You need to summarize your Revenue received from all paying clients each month. Another means of calculating this metric is to multiply the aggregate number of paying clients by your average revenue per unit or user.

For instance, let’s assume there are five paying clients. Two of them are paying $150/month; two are paying $200/month while the last client is paying $960/year. Your MRR, in this case, will be:

(2*$150)+ (2*$100)+ $80=$580.

When you divide the outcome by the total number of paying clients, you will get $116, which is your ARPU in this case.

While you may find this estimation to be simple, you have to calculate several MRR figures, based on your business complexities. For instance, every SaaS enterprise should estimate churned MRR and new MRR in calculating net MRR.

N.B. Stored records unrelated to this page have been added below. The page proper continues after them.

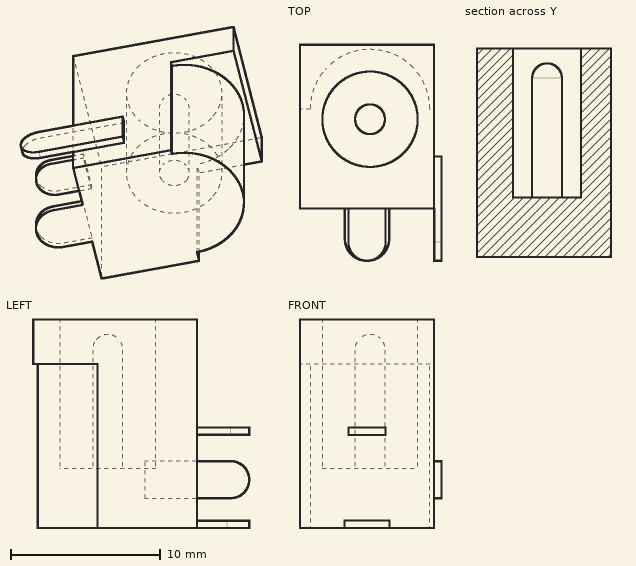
import cadquery as cq

body_width = 9.0
body_depth = 11.0
body_height = 14.0
flange_height = 3.0
flange_base = body_height - flange_height

block_depth = 6.7
barrel_radius = 4.0

socket_x = 4.7
socket_y = 6.0
socket_radius = 3.2
socket_depth = 10.0
pin_radius = 1.0
pin_top = 13.0

terminal_thickness = 0.5
terminal_reach = 3.5
narrow_width = 2.5
wide_width = 3.0
upper_terminal_z = 6.25
side_terminal_z = 3.25
front_terminal_overlap = 0.5
side_terminal_overlap = 3.5


def make_housing():
    flange = cq.Workplane("XY").box(body_width, body_depth, flange_height, centered=False)
    flange = flange.translate((0, 0, flange_base))
    block = cq.Workplane("XY").box(body_width, block_depth, flange_base, centered=False)
    barrel = cq.Workplane("XY").center(socket_x, block_depth).circle(barrel_radius).extrude(flange_base)
    return block.union(barrel).union(flange)


def cut_socket(housing):
    socket = (
        cq.Workplane("XY", origin=(socket_x, socket_y, body_height))
        .circle(socket_radius)
        .extrude(-socket_depth)
    )
    return housing.cut(socket)


def make_pin():
    """Centre pin rising from the socket floor to a hemispherical tip."""
    floor_z = body_height - socket_depth
    dome_z = pin_top - pin_radius
    return (
        cq.Workplane("XZ", origin=(socket_x, socket_y, 0))
        .moveTo(0, floor_z)
        .lineTo(pin_radius, floor_z)
        .lineTo(pin_radius, dome_z)
        .radiusArc((0, pin_top), -pin_radius)
        .close()
        .revolve(360, (0, 0, 0), (0, 1, 0))
    )


def make_terminal(width, root_y):
    """Flat strip centred on x = 0 from root_y to a full-round tip in front of the housing."""
    half = width / 2
    round_start = half - terminal_reach
    return (
        cq.Workplane("XY")
        .moveTo(-half, root_y)
        .lineTo(-half, round_start)
        .threePointArc((0, -terminal_reach), (half, round_start))
        .lineTo(half, root_y)
        .close()
        .extrude(terminal_thickness)
    )


def make_terminals():
    lower = make_terminal(wide_width, front_terminal_overlap).translate((body_width / 2, 0, 0))
    upper = make_terminal(narrow_width, front_terminal_overlap).translate(
        (body_width / 2, 0, upper_terminal_z)
    )
    side = (
        make_terminal(narrow_width, side_terminal_overlap)
        .rotate((0, 0, 0), (0, 1, 0), 90)
        .translate((body_width, 0, side_terminal_z))
    )
    return lower.union(upper).union(side)


result = cut_socket(make_housing()).union(make_pin()).union(make_terminals())
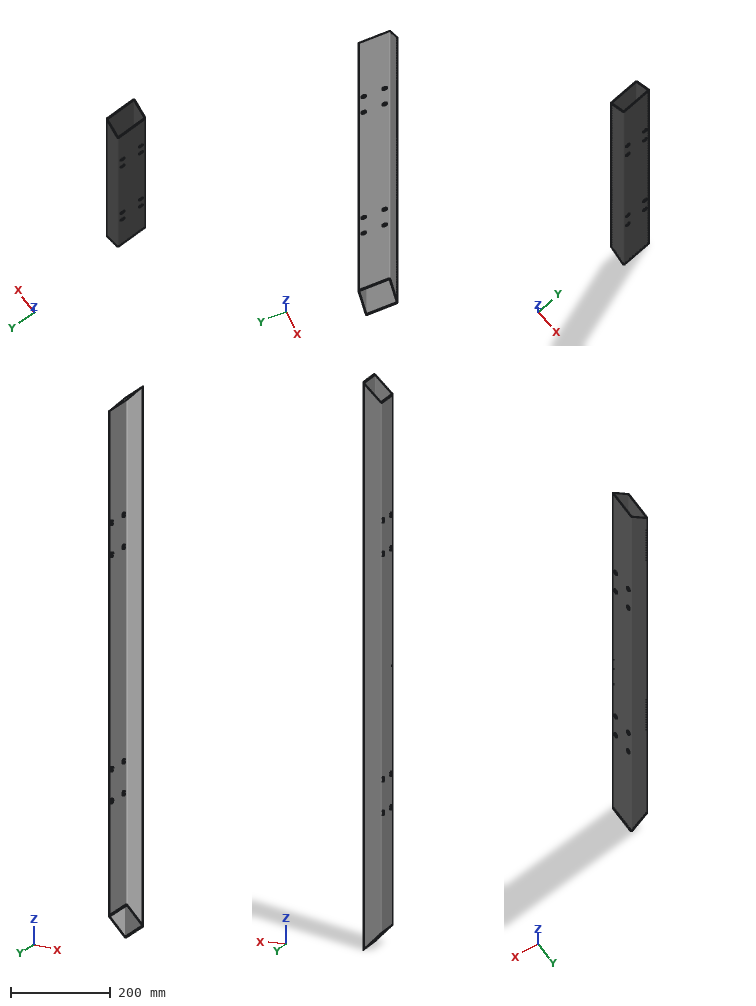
import cadquery as cq

depth = 40.0
width = 70.0
length = 1184.0
wall = 2.0
outer_radius = 2.5
inner_radius = outer_radius - wall

hole_diameter = 10.2
hole_spacing_y = 46.0
hole_spacing_z = 70.0
group_spacing_z = 540.0


def rounded_bar(size_x, size_y, radius):
    """Full-length bar along Z with rounded long edges."""
    return cq.Workplane("XY").box(size_x, size_y, length).edges("|Z").fillet(radius)


def rectangular_tube():
    """Square-ended tube with concentric inner and outer corner rounds."""
    outside = rounded_bar(depth, width, outer_radius)
    inside = rounded_bar(depth - 2 * wall, width - 2 * wall, inner_radius)
    return outside.cut(inside)


def mitred_block():
    """Solid block with both ends cut at 45 degrees, shorter on the -X side."""
    half_long = length / 2
    half_short = half_long - depth
    outline = [
        (-depth / 2, -half_short),
        (depth / 2, -half_long),
        (depth / 2, half_long),
        (-depth / 2, half_short),
    ]
    return cq.Workplane("XZ").polyline(outline).close().extrude(width / 2, both=True)


def hole_group(center_z):
    """Four drills along X that pass through both wide walls."""
    return (
        cq.Workplane("YZ")
        .center(0, center_z)
        .rarray(hole_spacing_y, hole_spacing_z, 2, 2)
        .circle(hole_diameter / 2)
        .extrude(depth, both=True)
    )


result = rectangular_tube().intersect(mitred_block())
for group_z in (-group_spacing_z / 2, group_spacing_z / 2):
    result = result.cut(hole_group(group_z))

Peradventure you have incorporated a pricing and brand strategy that makes you generate extra income from your current clients, you will also need to calculate your add-on MRR and include it in your net MRR.

These are the MRR figures you need to estimate:

· New MRR generated in a particular month by new clients only.

· Add-0n MRR or what is called expansion MRR from current clients( adding new customers, account upgrades, purchasing additional products, etc.)

· Churn MRR- the monthly income lost due to downgrades and Revenue lost per month.

· Net New MRR or aggregate MRR, which is the aggregate recurring income at the month-end calculated from add-on and churn.

·If you derive a higher churn rate than the new MRR, it means you are losing a lot of clients as each month goes by. This is the tip of going out of business.